# I'm An Owner!



## Blue Hill (Mar 31, 2013)

As of today, my forum friends, I am the proud owner of a brand new Ariens Platinum 24 Sno-Thro. Serial number 0001992, which the dealer said means it is one of the first 1000 to roll off the line. A buddy of mine decided he wanted a Platinum 24 too, so we went in together and squeezed and extra $50 bucks per unit out of the dealer. That along with the extra 2 years warranty leaves me pretty well set. I ordered drift cutters and a cab while I was there too.
I must thank all of my forum friends for the all of the help and patience with my stupid questions since last March when I realized that it was time for a snowblower and found this forum.
Gracias Amigos!


----------



## mrplow (Jan 27, 2013)

Wow BH looks like a masterpiece of a machine.I'm a total newb when it comes to snowblowers but from the little I have read about it I bet it rocks!!! With 291cc and 14.5 lb of torque on a 24" ....wow!! That is even more than my Yammy has


----------



## Blue Hill (Mar 31, 2013)

Thanks Mr.P. I'm pretty impressed with your Blue Beast as well.
Out here in the West, they used to have tractor pulling contests and plowing matches, where the farmers could put their machines and back in the real old days, their teams of horses, against those of their neighbours to see who could pull the most. Wouldn't it be cool to have a snow-blowing contest to see which machines, on equal footing, could move the most snow? I'd sign up for that in a heartbeat.


----------



## Colored Eggs (Dec 7, 2012)

Wow look at the shine! congrats on the new purchase. Might want to make sure its all greased up especially the augers. Do they come with the grease zerks on the augers?


----------



## Blue Hill (Mar 31, 2013)

Yup, that's one of the first things I looked for. . I can tell the auto-turn is going to come in real handy too. It makes it so maneuverable, I could take it to a dance!


----------



## detdrbuzzard (Jan 20, 2012)

nice and shiny, congrats BH


----------



## sscotsman (Dec 8, 2010)

Sweet! nice choice!


----------



## Ray 1962 10ML60 (Oct 14, 2011)

Congrats Blue, she's a beauty! Nice choice, I'm sure you're going to love it. Hope you get plenty of snow to break it in with, enjoy!


----------



## SnowRemovalFan (Oct 12, 2013)

Looks great! I love the color (and shine)!


----------



## VintageYamaha (Oct 22, 2013)

Awesome machine Blue Hill. Apart from Honda and Yamaha, Ariens Platinum is right up there with the best of them. The regular Ariens I am not so fond of though.

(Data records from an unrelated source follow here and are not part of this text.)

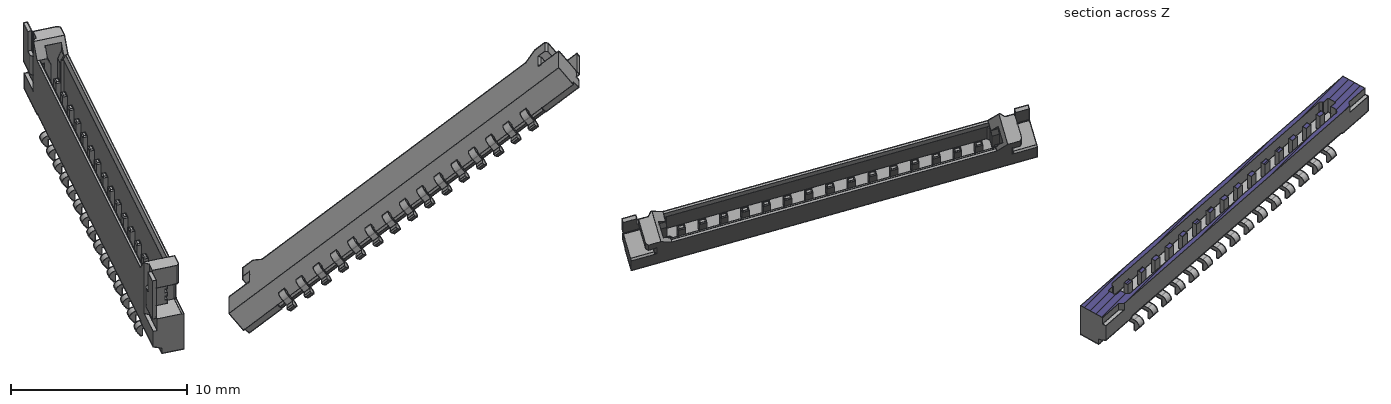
import cadquery as cq


length = 23.9
depth = 1.85
height = 5.5
half_length = length / 2
wall_top = 4.6
slope_outer = 10.2
slope_inner = 9.55

cavity_floor = 1.2
wall_thickness = 0.29
rim_chamfer_width = 0.15
rim_chamfer_height = 0.29
cavity_corner_chamfer = 0.15
key_slot_end = 10.0
key_slot_width = 0.53
key_slot_flare = 0.22
key_slot_center_y = 1.1
flare_bottom = 4.06

front_recess_depth = 0.25
front_recess_bottom = 1.77
front_recess_edge = 10.28
front_recess_corner = 10.5
wall_x = 10.56
post_x = 11.07
shelf_top = 2.63
block_bottom = 4.13
back_bevel_depth = 0.15
back_bevel_width = 0.12
shelf_bevel_height = 0.05

step_depth = 0.53
step_lip = 0.38
end_step_front = 0.62
end_step_slope = step_depth
center_step_front = 0.72
center_step_slope = 0.25

tab_front = -0.05
tab_thickness = 0.25
tab_bottom = 2.68
tab_shoulder = 4.06
tab_upper_edge = 11.14
leg_end_y = 1.2
leg_thickness = 0.3
tab_bend_radius = 0.26
barb_notch_depth = 0.15
barb_notch_height = 0.26
barb_notch_bottoms = (2.96, 3.5)

pin_count = 15
pin_row_span = 17.5
pin_pitch = pin_row_span / (pin_count - 1)
pin_width = 0.43
pin_thickness = 0.29
pin_center_y = 0.93
pin_top = 3.58
pin_tip_chamfer = 0.07
pin_drop = 1.0
foot_top = -0.22
pin_bend_radius = 0.12
toe_depth = 0.38
toe_tip_flat = 0.12


def box(x_range, y_range, z_range):
    """Axis-aligned box between pairs of limits."""
    (x0, x1), (y0, y1), (z0, z1) = x_range, y_range, z_range
    return cq.Workplane("XY").box(x1 - x0, y1 - y0, z1 - z0, centered=False).translate((x0, y0, z0))


def extrude_along_x(points, x_start, x_end):
    """Prism with a (y, z) outline, running along X."""
    return cq.Workplane("YZ", origin=(x_start, 0, 0)).polyline(points).close().extrude(x_end - x_start)


def extrude_along_z(points, z_start, z_end):
    """Prism with an (x, y) outline, running along Z."""
    return cq.Workplane("XY", origin=(0, 0, z_start)).polyline(points).close().extrude(z_end - z_start)


def both_ends(shape):
    """The shape together with its mirror image at the other end."""
    return shape.union(shape.mirror("YZ"))


def housing_blank():
    right_side = [(half_length, 0), (half_length, height), (slope_outer, height), (slope_inner, wall_top)]
    left_side = [(-x, z) for x, z in reversed(right_side)]
    outline = cq.Workplane("XZ").polyline(right_side + left_side).close()
    return outline.extrude(-depth)


def cavity():
    pocket = box(
        (-slope_inner, slope_inner), (wall_thickness, depth - wall_thickness), (cavity_floor, height)
    )
    pocket = pocket.edges("|Z").chamfer(cavity_corner_chamfer)
    y_front = wall_thickness
    y_back = depth - wall_thickness
    rim = extrude_along_x(
        [
            (y_front, wall_top - rim_chamfer_height),
            (y_back, wall_top - rim_chamfer_height),
            (y_back + rim_chamfer_width, wall_top),
            (y_front - rim_chamfer_width, wall_top),
        ],
        -slope_inner,
        slope_inner,
    )
    return pocket.union(rim)


def key_slot():
    """Slot in the end of the cavity, flared towards the top."""
    low = key_slot_width / 2
    high = low + key_slot_flare
    half_outline = [(low, cavity_floor), (low, flare_bottom), (high, wall_top), (high, height)]
    outline = [(key_slot_center_y + y, z) for y, z in half_outline]
    outline += [(key_slot_center_y - y, z) for y, z in reversed(half_outline)]
    return extrude_along_x(outline, slope_inner, key_slot_end)


def front_recess():
    outline = [
        (half_length, 0),
        (front_recess_edge, 0),
        (front_recess_corner, front_recess_depth),
        (half_length, front_recess_depth),
    ]
    return extrude_along_z(outline, front_recess_bottom, height)


def end_opening(face_x, z_start, z_end):
    """Space outside an end face whose back corner is bevelled."""
    bevel_y = depth - back_bevel_depth
    outline = [
        (half_length, 0),
        (face_x, 0),
        (face_x, bevel_y),
        (face_x - back_bevel_width, depth),
        (half_length, depth),
    ]
    return extrude_along_z(outline, z_start, z_end)


def shelf_bevel():
    """Shallow bevel along the back top edge of the lower end block."""
    outline = [
        (depth - back_bevel_depth, shelf_top),
        (depth, shelf_top),
        (depth, shelf_top - shelf_bevel_height),
    ]
    return extrude_along_x(outline, wall_x, half_length)


def underside_step(x_start, x_end, front_height, slope_depth):
    """Step along the front bottom edge; its roof drops over slope_depth, then runs level."""
    level = box((x_start, x_end), (0, step_depth), (0, step_lip))
    slope = extrude_along_x([(0, step_lip), (0, front_height), (slope_depth, step_lip)], x_start, x_end)
    return level.union(slope)


def end_tab():
    """Front plate with a barbed leg bent back along the end wall."""
    tab_back = tab_front + tab_thickness
    plate = box((wall_x, half_length), (tab_front, tab_back), (tab_bottom, tab_shoulder))
    leg = box((wall_x, wall_x + leg_thickness), (tab_front, leg_end_y), (tab_bottom, tab_shoulder))
    bent = plate.union(leg).edges("|Z and <X and <Y").fillet(tab_bend_radius)
    upper = box((tab_upper_edge, half_length), (tab_front, tab_back), (tab_shoulder, height))
    tab = bent.union(upper)
    for bottom in barb_notch_bottoms:
        notch = box(
            (wall_x, wall_x + leg_thickness),
            (leg_end_y - barb_notch_depth, leg_end_y),
            (bottom, bottom + barb_notch_height),
        )
        tab = tab.cut(notch)
    return tab


def pin():
    """Straight contact that turns forward under the housing and ends in a downward toe."""
    outer_radius = pin_bend_radius + pin_thickness
    y_front = pin_center_y - pin_thickness / 2
    y_back = pin_center_y + pin_thickness / 2
    foot_bottom = foot_top - pin_thickness
    bend_y = y_front - pin_bend_radius
    bend_z = foot_top + pin_bend_radius
    toe_back = tab_front + toe_depth
    profile = (
        cq.Workplane("YZ")
        .moveTo(y_front, pin_top)
        .lineTo(y_front, bend_z)
        .radiusArc((bend_y, foot_top), pin_bend_radius)
        .lineTo(toe_back, foot_top)
        .radiusArc((tab_front, foot_top - toe_depth), -toe_depth)
        .lineTo(toe_back - toe_tip_flat, -pin_drop)
        .lineTo(toe_back, -pin_drop)
        .lineTo(toe_back, foot_bottom)
        .lineTo(bend_y, foot_bottom)
        .radiusArc((y_back, bend_z), -outer_radius)
        .lineTo(y_back, pin_top)
        .close()
    )
    return profile.extrude(pin_width / 2, both=True).faces(">Z").chamfer(pin_tip_chamfer)


housing = housing_blank().cut(cavity())
housing = housing.cut(both_ends(key_slot()))
housing = housing.cut(both_ends(front_recess()))
housing = housing.cut(both_ends(end_opening(wall_x, shelf_top, block_bottom)))
housing = housing.cut(both_ends(end_opening(post_x, block_bottom, height)))
housing = housing.cut(both_ends(shelf_bevel()))
housing = housing.cut(underside_step(-slope_inner, slope_inner, center_step_front, center_step_slope))
housing = housing.cut(both_ends(underside_step(slope_inner, half_length, end_step_front, end_step_slope)))

result = housing.union(both_ends(end_tab()))
contact = pin()
for index in range(pin_count):
    x = index * pin_pitch - pin_row_span / 2
    result = result.union(contact.translate((x, 0, 0)))

Congrats on a great purchase, wishing you lots of snow.


----------



## deadwood (Oct 17, 2012)

Very nice, I trust you'll love it.


----------



## Notes (Oct 26, 2010)

I purchased this same machine a week ago. Perhaps this is obvious to you “pros", but the yellow oil fill cap is not supposed to have a dipstick attached. I asked the dealer because the bottom side of the cap has some flashing that looks like there might have been something attached there that had broken off. Dealer said they previously called Ariens to check.


----------



## Blue Hill (Mar 31, 2013)

No Pro here Notes. I was expecting a dipstick when I first took that cap off too, then I took the bottom one off and found the real one. I read somewhere, I think on the Ariens site, or maybe the LCT site, that the thinking is that it makes it easier when adding oil to the engine. I have a Toro lawn mower that has a dipstick in the fill hole and it's kind of hard when you're trying to make sure that you don't add too much. Add a little, check. Add a little more, check again.  With the Ariens engine you basically add oil in the top hole, until the bottom hole is full and you're done. If you have the bottom cap off, you can't add too much. Makes sense.
Enjoy your new machine. I know I will. Gonna put the cab and the drift cutters on tomorrow. 
Larry


----------



## Garnetmica (Oct 27, 2013)

My Hydro Pro has a dipstick attached to the yellow cap.


----------



## Blue Hill (Mar 31, 2013)

Well at long last I'm completely ready for a prairie blizzard. . I got my cab and drift cutters installed on my machine today. I set up the cab in the house, because it was cool and breezy outside. Note to self: next time figure out if you'll be able to get the darned thing through the door once it's set up.  I made it, but it was touch and go for a minute there.


----------



## SnowRemovalFan (Oct 12, 2013)

Blue Hill said:


> Well at long last I'm completely ready for a prairie blizzard. . I got my cab and drift cutters installed on my machine today. I set up the cab in the house, because it was cool and breezy outside. Note to self: next time figure out if you'll be able to get the darned thing through the door once it's set up.  I made it, but it was touch and go for a minute there.


That is something I have considered buying. Can you still maneuver the machine well, and don't feel like you are stuck in a tight space?


----------



## Blue Hill (Mar 31, 2013)

SnowRemovalFan said:


> That is something I have considered buying. Can you still maneuver the machine well, and don't feel like you are stuck in a tight space?


Maneuverability is not impaired, but I have to tell you that my model is 39" wide and 80" high. That pretty much answers you second question in that you have lots of room inside, but if you have low hanging branches and that sort of thing, it could be an issue.
I see you are running a Craftsman 24. In Canada, Sears shows cabs for their machines in the catalog, but the one I saw didn't go down as far. There are lots of "universal" cabs out there. My advice would be to do your research and look at user reviews of the different models. I believe you usually get what you pay for so I would keep that in mind. My cab, from the dealer was $177 and was built for the Ariens machines. It is made by Classic Accessories and if you go on their website they have universal models that are similar to mine. I only seem to be able to attach 1 photo at a time, so I'll post a couple more. This one shows the inside of the cab.
Good luck.
Larry


----------



## Blue Hill (Mar 31, 2013)

Here's another from the operators position looking through the front window.


----------



## Blue Hill (Mar 31, 2013)

Finally looking through the bottom window from the operators position. I'll have to look at some stickies to figure out how to attach more than one photo.


----------



## Simplicity Solid 22 (Nov 27, 2012)

Congrats blue hill....nice to finally have it Eh??? Enjoy!!!


----------



## SnowRemovalFan (Oct 12, 2013)

Thanks for all the info, Larry!! It is definitely "roomier" than I thought it would be!


----------